Il vaginismo a livello psicologico
Sebbene il vaginismo sia spesso considerato un disturbo fisico, ci sono anche fattori psicologici che possono contribuire al suo sviluppo.
Ad esempio, l’ansia da prestazione sessuale, le paure legate alla sessualità o i traumi sessuali passati possono contribuire allo sviluppo del vaginismo.
Inoltre, il vaginismo può essere il risultato di una combinazione di fattori fisici e psicologici. Ad esempio, se una donna ha sperimentato dolore durante la penetrazione a causa di una condizione medica, potrebbe sviluppare un riflesso di contrazione muscolare involontaria per evitare ulteriori danni o dolore, che potrebbe peggiorare nel tempo e diventare vaginismo.
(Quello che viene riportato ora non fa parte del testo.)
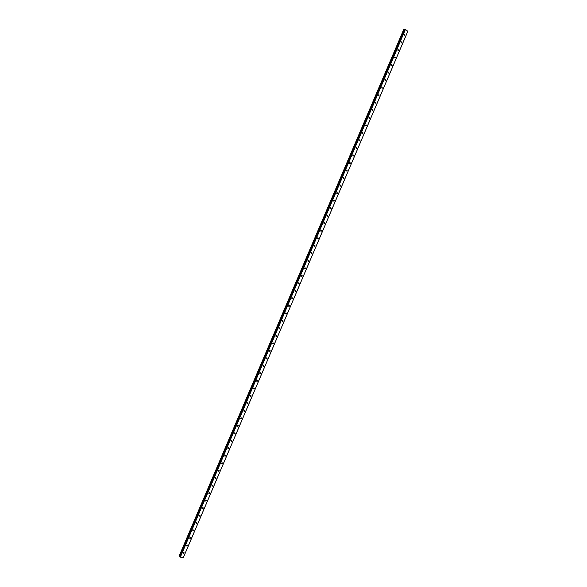 <?xml version="1.0" encoding="UTF-8"?>
<svg xmlns="http://www.w3.org/2000/svg" width="587" height="587" viewBox="0 0 587 587"><rect width="100%" height="100%" fill="white"/><g stroke="black" fill="none" stroke-linecap="round" stroke-linejoin="round"><path stroke-width="0.88" d="M183.254 552.859L183.944 552.411L184.186 553.013L183.496 553.46L183.254 552.859M186.439 545.389L187.128 544.941L187.37 545.543L186.688 545.991L186.439 545.389M189.63 537.912L190.305 537.472L190.562 538.081L189.887 538.521L189.63 537.912M192.815 530.443L193.483 530.002L193.747 530.611L193.079 531.052L192.815 530.443M196.007 522.966L196.66 522.525L196.931 523.142L196.271 523.582L196.007 522.966M199.191 515.489L199.844 515.048L200.116 515.672L199.47 516.112L199.191 515.489M202.383 508.012L203.021 507.579L203.3 508.203L202.662 508.636L202.383 508.012M205.575 500.535L206.206 500.102L206.492 500.726L205.861 501.159L205.575 500.535M208.767 493.051L209.383 492.625L209.676 493.256L209.053 493.682L208.767 493.051M211.958 485.574L212.567 485.141L212.868 485.779L212.252 486.205L211.958 485.574M215.143 478.089L215.752 477.664L216.053 478.302L215.451 478.728L215.143 478.089M218.335 470.605L218.936 470.18L219.245 470.825L218.65 471.251L218.335 470.605M221.534 463.121L222.121 462.703L222.436 463.348L221.849 463.767L221.534 463.121M224.726 455.637L225.305 455.219L225.628 455.864L225.048 456.29L224.726 455.637M227.917 448.152L228.49 447.734L228.82 448.387L228.248 448.806L227.917 448.152M228.321 447.764L227.866 448.336M231.109 440.661L231.674 440.243L232.012 440.903L231.447 441.321L231.109 440.661M231.505 440.279L231.058 440.859M234.308 433.177L234.859 432.758L235.204 433.419L234.646 433.837L234.308 433.177M234.697 432.788L234.257 433.382M237.5 425.685L238.043 425.274L238.395 425.935L237.845 426.353L237.5 425.685M237.889 425.304L237.449 425.905M240.692 418.193L241.235 417.783L241.587 418.45L241.044 418.861L240.692 418.193M241.081 417.812L240.641 418.421M243.891 410.702L244.419 410.291L244.779 410.966L244.251 411.37L243.891 410.702M244.265 410.328L243.84 410.944M247.09 403.203L247.611 402.799L247.971 403.474L247.45 403.885L247.09 403.203M247.457 402.836L247.032 403.46M250.282 395.711L250.796 395.308L251.17 395.99L250.656 396.394L250.282 395.711M250.649 395.344L250.231 395.976M253.481 388.212L253.988 387.816L254.362 388.499L253.855 388.895L253.481 388.212M253.841 387.853L253.43 388.491M256.68 380.721L257.179 380.317L257.561 381.007L257.062 381.403L256.68 380.721M257.033 380.354L256.629 381M259.88 373.222L260.371 372.826L260.753 373.515L260.261 373.912L259.88 373.222M260.224 372.862L259.828 373.515M263.079 365.723L263.563 365.327L263.952 366.017L263.468 366.413L263.079 365.723M263.416 365.363L263.027 366.024M266.278 358.217L266.755 357.828L267.144 358.525L266.674 358.914L266.278 358.217M266.608 357.872L266.227 358.532M269.477 350.718L269.947 350.329L270.343 351.026L269.873 351.415L269.477 350.718M269.8 350.373L269.426 351.041M272.676 343.212L273.138 342.83L273.542 343.534L273.08 343.916L272.676 343.212M272.999 342.874L272.625 343.549M275.875 335.713L276.33 335.324L276.741 336.035L276.286 336.417L275.875 335.713M276.191 335.368L275.831 336.058M279.082 328.206L279.529 327.825L279.94 328.537L279.493 328.911L279.082 328.206M279.383 327.869L279.03 328.559M282.281 320.7L282.721 320.319L283.139 321.03L282.699 321.412L282.281 320.7M282.582 320.37L282.237 321.06M285.48 313.187L285.913 312.812L286.339 313.531L285.906 313.906L285.48 313.187M285.774 312.864L285.436 313.561M288.687 305.68L289.112 305.306L289.538 306.025L289.112 306.399L288.687 305.68M288.973 305.357L288.643 306.062M291.893 298.167L292.311 297.8L292.744 298.526L292.319 298.893L291.893 298.167M292.165 297.851L291.849 298.563M295.092 290.66L295.503 290.294L295.943 291.02L295.532 291.387L295.092 290.66M295.364 290.345L295.056 291.064M298.299 283.147L298.702 282.78L299.143 283.514L298.739 283.873L298.299 283.147M298.556 282.839L298.262 283.558M301.505 275.633L301.901 275.274L302.349 276L301.945 276.367L301.505 275.633M301.755 275.332L301.469 276.051M304.712 268.12L305.101 267.76L305.548 268.494L305.152 268.853L304.712 268.12M304.954 267.819L304.675 268.545M307.911 260.599L308.3 260.246L308.755 260.988L308.366 261.34L307.911 260.599M308.153 260.312L307.882 261.039M311.117 253.085L311.506 252.733L311.954 253.474L311.572 253.826L311.117 253.085M311.352 252.799L311.088 253.533M314.331 245.564L314.705 245.212L315.16 245.96L314.786 246.313L314.331 245.564M314.551 245.285L314.302 246.019M317.538 238.043L317.905 237.698L318.367 238.447L317.993 238.792L317.538 238.043M317.75 237.772L317.508 238.505M320.744 230.522L321.111 230.177L321.573 230.933L321.206 231.278L320.744 230.522M320.95 230.258L320.715 230.999M323.951 223.001L324.31 222.656L324.78 223.412L324.42 223.757L323.951 223.001M324.149 222.744L323.929 223.478M327.157 215.48L327.517 215.143L327.986 215.899L327.634 216.236L327.157 215.48M327.348 215.224L327.135 215.965M330.371 207.952L330.716 207.615L331.193 208.378L330.841 208.715L330.371 207.952M330.554 207.71L330.349 208.451M333.577 200.431L333.922 200.094L334.399 200.864L334.054 201.194L333.577 200.431M333.754 200.189L333.563 200.93M336.791 192.903L337.129 192.573L337.606 193.343L337.268 193.673L336.791 192.903M336.96 192.668L336.777 193.409M339.998 185.375L340.335 185.044L340.812 185.815L340.482 186.145L339.998 185.375M340.159 185.147L339.983 185.888M343.212 177.846L343.542 177.516L344.026 178.294L343.696 178.624L343.212 177.846M343.366 177.626L343.197 178.367M346.425 170.318L346.748 169.988L347.233 170.773L346.91 171.096L346.425 170.318M346.572 170.105L346.411 170.846M349.639 162.782L349.955 162.46L350.446 163.245L350.123 163.568L349.639 162.782M349.771 162.577L349.625 163.318M352.853 155.254L353.161 154.931L353.653 155.716L353.337 156.039L352.853 155.254M352.978 155.056L352.838 155.79M356.067 147.719L356.375 147.403L356.867 148.188L356.558 148.511L356.067 147.719M356.184 147.528L356.06 148.269M359.281 140.183L359.582 139.867L360.08 140.66L359.772 140.975L359.281 140.183M359.391 140L359.273 140.733M362.495 132.647L362.795 132.332L362.986 133.44L362.495 132.647M362.597 132.471L362.487 133.205M365.708 125.112L366.002 124.796L366.501 125.596L366.207 125.912L365.708 125.112M365.811 124.943L365.701 125.677M368.922 117.569L369.216 117.261L369.715 118.068L369.421 118.376L368.922 117.569M369.018 117.415L368.922 118.141M372.136 110.033L372.422 109.725L372.642 110.84L372.136 110.033M372.224 109.886L372.136 110.605M375.357 102.49L375.636 102.189L376.142 102.996L375.856 103.297L375.357 102.49M375.438 102.351L375.357 103.07M378.571 94.947L378.85 94.646L379.077 95.762L378.571 94.947M378.644 94.815L378.571 95.534M381.792 87.404L382.064 87.103L382.298 88.226L381.792 87.404M381.858 87.287L381.792 87.991M385.006 79.861L385.277 79.568L385.791 80.39L385.512 80.683L385.006 79.861M385.065 79.751L385.013 80.456M388.227 72.311L388.491 72.018L389.005 72.847L388.733 73.14L388.227 72.311M388.278 72.216L388.227 72.913M391.448 64.768L391.712 64.475L392.219 65.304L391.955 65.597L391.448 64.768M391.492 64.68L391.448 65.37M394.662 57.218L394.926 56.932L395.44 57.761L395.176 58.054L394.662 57.218M394.706 57.137L394.669 57.827M397.883 49.668L398.14 49.381L398.397 50.504L397.883 49.668M397.92 49.601L397.891 50.277M401.104 42.117L401.361 41.838L401.875 42.675L401.618 42.961L401.104 42.117M401.134 42.059L401.112 42.734M404.326 34.567L404.839 35.411L404.326 34.567M404.348 34.523L404.333 35.183M405.441 29.431L404.406 29.372L179.593 556.461L180.136 557.078L183.342 557.591L407.84 31.287L405.441 29.431L180.341 557.18M404.172 29.453L403.768 29.372L179.16 555.992L179.673 556.271L404.223 29.475L179.497 556.234M404.406 29.372L179.593 556.476L404.414 29.365M225.085 455.424L224.674 455.813M221.893 462.894L221.482 463.29M218.709 470.363L218.291 470.759M215.524 477.833L215.106 478.236M212.34 485.302L211.914 485.706M209.155 492.772L208.723 493.175M205.971 500.234L205.538 500.645M202.786 507.704L202.354 508.107M199.602 515.166L199.162 515.577M196.418 522.628L195.977 523.039M193.233 530.09L192.793 530.501M190.056 537.545L189.608 537.963M186.871 545.007L186.424 545.426M183.687 552.462L183.247 552.888M407.84 31.206L183.276 557.65M405.228 29.35L180.136 557.078M403.937 29.372L179.277 556.116M403.988 29.387L179.314 556.146M404.223 29.475L179.541 556.249M356.558 148.511L356.192 148.445M353.337 156.039L352.97 155.973M350.123 163.568L349.749 163.494M346.91 171.096L346.528 171.015M343.696 178.624L343.314 178.536M340.482 186.145L340.093 186.057M337.268 193.673L336.879 193.578M334.054 201.194L333.665 201.092M330.841 208.715L330.444 208.612M327.634 216.236L327.23 216.126M324.42 223.757L324.017 223.64M321.206 231.278L320.803 231.153M317.993 238.792L317.589 238.66M314.786 246.313L314.375 246.173M311.572 253.826L311.161 253.679M308.366 261.34L307.955 261.186M305.152 268.853L304.741 268.692M301.945 276.367L301.527 276.198M298.739 283.873L298.321 283.704M295.532 291.387L295.114 291.203M292.319 298.893L291.9 298.702M289.112 306.399L288.694 306.209M285.906 313.906L285.487 313.707M282.699 321.412L282.281 321.206M279.493 328.911L279.074 328.698M276.286 336.417L275.875 336.197M273.08 343.916L272.669 343.688M269.873 351.415L269.462 351.187M266.674 358.914L266.263 358.679M263.468 366.413L263.057 366.171M260.261 373.912L259.858 373.662M257.062 381.403L256.658 381.154M253.855 388.895L253.459 388.638M250.656 396.394L250.26 396.13M247.45 403.885L247.061 403.614M244.251 411.37L243.862 411.098M241.044 418.861L240.663 418.582M237.845 426.353L237.464 426.067M234.646 433.837L234.272 433.551M231.447 441.321L231.073 441.028M228.248 448.806L227.881 448.512M225.048 456.29L224.682 455.989"/></g></svg>

Il vaginismo può essere trattato con successo attraverso una combinazione di terapie fisiche e psicologiche, come l’utilizzo di dilatatori vaginali per allentare la tensione muscolare e la terapia sessuale per aiutare a gestire l’ansia e le paure legate alla sessualità.
Il vaginismo e l’abuso sessuale
L’abuso sessuale può avere molteplici effetti negativi sulla salute mentale e sessuale delle persone, tra cui il vaginismo.
In particolare, le donne che hanno subito abusi sessuali possono sviluppare un riflesso di contrazione involontaria dei muscoli vaginali durante la penetrazione, come forma di protezione contro ulteriori danni o lesioni.
Il vaginismo può essere un sintomo di disturbo da stress post-traumatico (PTSD) in seguito all’abuso sessuale, o può essere associato ad altri disturbi dell’umore, come la depressione o l’ansia.
Tuttavia, è importante notare che non tutte le donne che hanno subito abusi sessuali sviluppano vaginismo. La risposta al trauma sessuale è altamente individuale e dipende da molteplici fattori, tra cui la gravità e la durata dell’abuso, l’età in cui è avvenuto e il supporto emotivo e psicologico ricevuto dopo l’evento.
Il trattamento del vaginismo nelle donne che hanno subito abusi sessuali richiede spesso una particolare attenzione e cura da parte degli operatori sanitari, poiché può essere associato ad ansia, paura, vergogna e altri problemi emotivi che richiedono un approccio integrato che coinvolga psicologi e terapeuti specializzati.
Disturbi dell’umore collegati al vaginismo
I disturbi dell’umore, come la depressione e l’ansia, possono essere collegati al vaginismo.
Le donne che soffrono di depressione o ansia possono avere difficoltà a rilassarsi durante il rapporto sessuale e possono avere difficoltà a provare piacere sessuale. Inoltre, l’ansia associata al vaginismo può causare una sensazione di panico o di incapacità di controllare i propri muscoli vaginali.
D’altra parte, il vaginismo può causare stress e frustrazione, che possono portare a disturbi dell’umore come la depressione.
La difficoltà a avere rapporti sessuali può anche portare a problemi di relazione e isolamento sociale, che possono peggiorare ulteriormente i sintomi depressivi o ansiosi.
È importante notare che il vaginismo non è una conseguenza diretta della depressione o dell’ansia, ma è piuttosto una risposta fisica e psicologica a fattori che possono includere anche problemi di autostima, relazionali o di disfunzione sessuale.
Tuttavia, il trattamento dei disturbi dell’umore può aiutare a ridurre i sintomi di ansia e depressione associati al vaginismo, migliorando la qualità della vita sessuale e relazionale delle donne che ne soffrono. Inoltre, il trattamento del vaginismo può anche migliorare la salute mentale e il benessere generale della persona.
Il vaginismo: un circolo vizioso
Il ciclo del dolore associato al vaginismo può essere descritto come segue:
- Anticipazione dell’esperienza dolorosa: la donna che soffre di vaginismo può anticipare il dolore associato al rapporto sessuale. Questa anticipazione può causare ansia e paura.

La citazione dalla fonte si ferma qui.